One of the most advantageous aspects of hybridization breeding is the ability to provide individuals with favorable gene combinations through recombination between genetically polymorphic parents. However, significant distortions of the transmission ratio, which are associated with reproductive barriers, are frequently observed in crosses between diverging cultivars in rice. Such segregation distortions often prevent the occurrence of favorable gene combinations in the hybrid progeny produced in rice breeding. Thus, it is very important to identify such factors and determine the chromosomal location of the genes in order to facilitate hybridization breeding between distantly related rice cultivars.

During the development of chromosome segment substitution lines (CSSLs) between 'Koshihikari' (a japonica cultivar) and 'Nona Bokra' (an indica cultivar), we observed segregants with poor growth in the self-pollinated progeny of BC₃F₁, in which a part of chromosome 2 was heterozygous in the genetic background of 'Koshihikari'. These plants eventually died before the heading stage in the paddy field.

To determine the inheritance mode for the genes responsible for the poor growth, we monitored the growth habit of 288 plants derived from one BC₃F₃ segregating population in a growth chamber. The segregation ratio of normal seedlings to those with poor growth was 213:75 (close to the expected ratio of 3:1, χ²= 0.68^ns), suggesting that the poor growth was controlled by a single recessive gene. The phenotype of these plants was characterized by the production of shorter leaves and leaf sheaths compared with those of normal segregants and by mortality during the seedling stage (Fig. 1).

In order to determine the chromosomal location of the gene for poor growth, we selected 248 plants thought to be recessive homozygous at the target locus from a total segregant population of 1056 plants (BC₃F₃). Using these plants, we performed linkage analysis using simple sequence repeat (SSR) and insertion/deletion (Indel) markers. We mapped the causal gene at a position between K/Nindel-1 and RM12463 on the short arm of chromosome 2 (Fig. 2) and no recombinant was observed between the causal gene and RM12453. So far, several genes have been identified for poor growth in the genetic analysis of progeny between distantly related cultivars (Fukuoka et al. 1998, 2005, Kubo and Yoshimura 2002). The chromosomal location of the gene identified in this study was different from those of genes previously reported. Therefore, the gene was tentatively designated as hbd1(hybrid breakdown 1).
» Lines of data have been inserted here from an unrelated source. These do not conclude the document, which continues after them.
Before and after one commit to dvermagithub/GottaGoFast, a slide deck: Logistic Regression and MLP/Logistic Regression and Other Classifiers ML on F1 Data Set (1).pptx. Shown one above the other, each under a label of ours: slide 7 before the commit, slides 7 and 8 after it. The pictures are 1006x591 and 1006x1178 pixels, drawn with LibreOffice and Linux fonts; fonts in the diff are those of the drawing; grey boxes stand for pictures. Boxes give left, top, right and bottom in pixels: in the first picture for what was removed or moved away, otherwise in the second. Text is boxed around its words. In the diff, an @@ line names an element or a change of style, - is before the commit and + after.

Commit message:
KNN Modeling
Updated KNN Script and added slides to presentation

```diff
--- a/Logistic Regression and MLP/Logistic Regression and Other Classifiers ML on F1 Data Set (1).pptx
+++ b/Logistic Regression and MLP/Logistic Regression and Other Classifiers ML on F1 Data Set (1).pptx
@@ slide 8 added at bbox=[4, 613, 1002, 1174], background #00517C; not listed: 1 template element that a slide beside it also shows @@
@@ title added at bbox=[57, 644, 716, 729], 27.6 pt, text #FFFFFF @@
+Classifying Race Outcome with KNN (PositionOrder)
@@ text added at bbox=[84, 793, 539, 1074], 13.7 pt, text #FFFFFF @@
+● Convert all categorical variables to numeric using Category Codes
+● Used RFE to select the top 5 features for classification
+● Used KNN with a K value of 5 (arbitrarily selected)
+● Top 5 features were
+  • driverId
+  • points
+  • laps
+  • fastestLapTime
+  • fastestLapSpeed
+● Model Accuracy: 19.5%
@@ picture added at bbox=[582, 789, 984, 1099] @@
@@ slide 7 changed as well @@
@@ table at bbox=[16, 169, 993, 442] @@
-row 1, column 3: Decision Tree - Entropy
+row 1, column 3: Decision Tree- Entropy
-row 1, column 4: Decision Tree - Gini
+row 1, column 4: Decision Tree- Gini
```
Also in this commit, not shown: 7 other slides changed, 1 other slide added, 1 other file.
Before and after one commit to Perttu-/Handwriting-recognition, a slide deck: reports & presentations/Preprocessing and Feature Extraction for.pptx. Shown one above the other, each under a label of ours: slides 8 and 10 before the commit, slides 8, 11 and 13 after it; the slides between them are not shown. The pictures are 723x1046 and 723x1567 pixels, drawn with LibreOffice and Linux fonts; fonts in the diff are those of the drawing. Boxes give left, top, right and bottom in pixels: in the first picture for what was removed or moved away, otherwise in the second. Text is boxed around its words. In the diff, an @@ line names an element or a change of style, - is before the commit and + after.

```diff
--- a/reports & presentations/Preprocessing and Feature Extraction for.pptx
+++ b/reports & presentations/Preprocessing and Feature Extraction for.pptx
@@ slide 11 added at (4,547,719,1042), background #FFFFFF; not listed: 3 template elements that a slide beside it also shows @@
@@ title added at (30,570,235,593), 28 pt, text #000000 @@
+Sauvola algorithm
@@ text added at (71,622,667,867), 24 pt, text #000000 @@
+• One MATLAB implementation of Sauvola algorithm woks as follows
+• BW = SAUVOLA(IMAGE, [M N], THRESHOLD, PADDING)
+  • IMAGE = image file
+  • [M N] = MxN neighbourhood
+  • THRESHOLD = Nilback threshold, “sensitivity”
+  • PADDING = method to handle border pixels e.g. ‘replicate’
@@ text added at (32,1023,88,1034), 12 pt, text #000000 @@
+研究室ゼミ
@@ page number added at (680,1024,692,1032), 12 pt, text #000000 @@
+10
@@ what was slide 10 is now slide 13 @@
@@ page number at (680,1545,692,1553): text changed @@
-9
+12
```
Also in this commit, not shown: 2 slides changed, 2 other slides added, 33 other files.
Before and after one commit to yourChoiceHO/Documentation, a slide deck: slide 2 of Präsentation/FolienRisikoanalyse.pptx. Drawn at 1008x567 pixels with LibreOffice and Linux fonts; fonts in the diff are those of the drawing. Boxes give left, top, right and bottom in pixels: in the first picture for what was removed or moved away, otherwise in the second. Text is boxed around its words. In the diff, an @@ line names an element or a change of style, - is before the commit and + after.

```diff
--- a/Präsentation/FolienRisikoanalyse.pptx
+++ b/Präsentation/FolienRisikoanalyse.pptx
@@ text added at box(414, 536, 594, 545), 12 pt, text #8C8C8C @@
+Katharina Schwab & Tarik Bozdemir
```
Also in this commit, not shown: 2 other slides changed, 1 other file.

Based on the results of the linkage analysis, plants homozygous for the 'Nona Bokra' allele at hbd1(t) are preferentially eliminated by mortality during the early seedling stage. However, the 'Nona Bokra' parental line did not itself show such a phenotype, suggesting that other gene(s) interact with the 'Nona Bokra' hbd1 (t) allele. It will be necessary to identify such gene(s) in order to deeply understand phenomena of hybrid breakdown.

References

Fukuoka S., H. Namai and K. Okuno, 1998. RFLP mapping of the genes controlling hybrid breakdown in rice (Oryza sativa L.). Theor. Appl. Genet. 97: 446-449.

Fukuoka S., M. C. V. Newingham, M. Ishtiaq, T. Nagamine, M. Kawase and K. Okuno, 2005. Identification and mapping of two new loci for hybrid breakdown in cultivated rice. RGN 22: 29-31.

Harushima Y., M. Yano, A. Shomura, M. Sato, T. Shimano, Y. Kuboki, T. Yamamoto, S. Y. Lin, B. A. Antonio, A. Parco, H. Kajiya, N. Huang, K. Yamamoto, Y. Nagamura, N. Kurata, G. S. Khush and T. Sasaki, 1998. A high density rice genetic linkage map with 2275 markers using a single F₂ population. Genet. 148: 479-494.

Kubo T. and A. Yoshimura, 2002. Genetic basis of hybrid breakdown in a Japonica/Indica cross of rice, Oryza sativa L. Theor. Appl. Genet. 105: 906-911.